Problem B : Ball Game
Description
There are 4 types of balls (A, B, C and D) and a huge box. The balls of the same type have the same weight.
Lily likes to play a game. She puts theses balls into the box one by one. Suppose she has already put some balls into the box and their total weight is w. When she continues putting a new ball into the box, she will receive a bonus score, denoted as c. The value of c equals to the product of the weight of the new ball and the last digit of w. Note that when the box is empty, the value of w is 0.
Now give you the number of each type of balls and their weights, can you tell Lily the maximum score she can get in total?
Input
There are several test cases. Each test case has one line containing 8 numbers.
Each of the first 4 numbers, A, B, C and D (0 ≤ A, B, C, D ≤ 30), indicates the number of the respective type of balls.
Each of the next 4 numbers, a, b, c and d (1 ≤ a, b, c, d ≤ 100,000), indicates the weight of the respective type of balls.
Output
For each test case, print one line with the maximum total score Lily can get.
Sample Input
1 1 1 1 2 3 4 5 3 6 8 8 25 66 18 12
Sample Output
71 5213
题意:很绕,慢慢读题吧。第一个样例 = 0 + 2*3 +5*4 +9*5 =71 ,即按顺序放。

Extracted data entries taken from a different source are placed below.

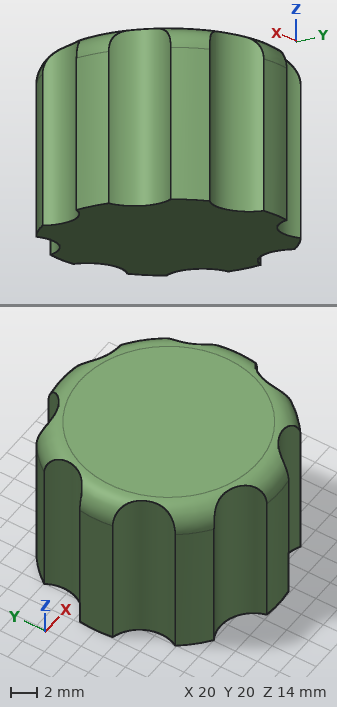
import cadquery as cq

knob_diameter = 19.99
knob_height = 14.0
top_edge_radius = 2.0

flute_count = 8
flute_radius = 3.0
flute_center_distance = 11.5
flute_pitch_angle = 360.0 / flute_count


def make_flute_cutters():
    """Vertical cylinders that scoop the flutes over the full knob height."""
    return (
        cq.Workplane("XY")
        .polarArray(flute_center_distance, flute_pitch_angle / 2, 360, flute_count)
        .circle(flute_radius)
        .extrude(knob_height)
    )


def make_knob():
    """Round knob with a rounded top edge and fluted sides; the base is at Z = 0."""
    blank = cq.Workplane("XY").circle(knob_diameter / 2).extrude(knob_height)
    rounded_blank = blank.faces(">Z").edges().fillet(top_edge_radius)
    return rounded_blank.cut(make_flute_cutters()).solids()


knob = make_knob()

result = cq.Compound.makeCompound([knob.val()])

解题思路:4维DP。跟那个从左上角走到走下角,求最大价值那题很像,这里变成4维了。递推公式是一样的。然后价值相等的时候要尽量使得最后一位最大。
#include<iostream>
#include<bitset>
#include<string.h>
#include<vector>
using namespace std;
typedef long long int ll;
const int MAXN=1200;
int dp[35][35][35][35];
int w[35][35][35][35];
int main(){
int A,B,C,D;
int a,b,c,d;
while(~scanf("%d%d%d%d",&A,&B,&C,&D)){
scanf("%d%d%d%d",&a,&b,&c,&d);
memset(dp,0,sizeof(dp));
memset(w,0,sizeof(w));
for(int i=0;i<=A;i++)
for(int j=0;j<=B;j++)
for(int k=0;k<=C;k++)
for(int l=0;l<=D;l++){
if(w[i][j][k][l] * a + dp[i][j][k][l] > dp[i+1][j][k][l]){
dp[i+1][j][k][l]=w[i][j][k][l] * a + dp[i][j][k][l];
w[i+1][j][k][l]=(w[i][j][k][l]+a)%10;
}
else{
if(w[i][j][k][l] * a + dp[i][j][k][l] == dp[i+1][j][k][l]){
w[i+1][j][k][l]=max((w[i][j][k][l]+a)%10,w[i+1][j][k][l]);
}
}
if(w[i][j][k][l] * b + dp[i][j][k][l] > dp[i][j+1][k][l]){
dp[i][j+1][k][l]=w[i][j][k][l] * b + dp[i][j][k][l];
w[i][j+1][k][l]=(w[i][j][k][l]+b)%10;
}
else{
if(w[i][j][k][l] * b + dp[i][j][k][l] == dp[i][j+1][k][l]){
w[i][j+1][k][l]=max((w[i][j][k][l]+b)%10,w[i][j+1][k][l]);
}
}
if(w[i][j][k][l] * c + dp[i][j][k][l] > dp[i][j][k+1][l]){
dp[i][j][k+1][l]=w[i][j][k][l] * c + dp[i][j][k][l];
w[i][j][k+1][l]=(w[i][j][k][l]+c)%10;
}
else{
if(w[i][j][k][l] * c + dp[i][j][k][l] == dp[i][j][k+1][l]){
w[i][j][k+1][l]=max((w[i][j][k][l]+c)%10,w[i][j][k+1][l]);
}
}
if(w[i][j][k][l] * d + dp[i][j][k][l] > dp[i][j][k][l+1]){
dp[i][j][k][l+1]=w[i][j][k][l] * d + dp[i][j][k][l];
w[i][j][k][l+1]=(w[i][j][k][l]+d)%10;
}
else{
if(w[i][j][k][l] * d + dp[i][j][k][l] == dp[i][j][k][l+1]){
w[i][j][k][l+1]=max((w[i][j][k][l]+d)%10,w[i][j][k][l+1]);
}
}
}
printf("%d\n",dp[A][B][C][D]);
}
return 0;
}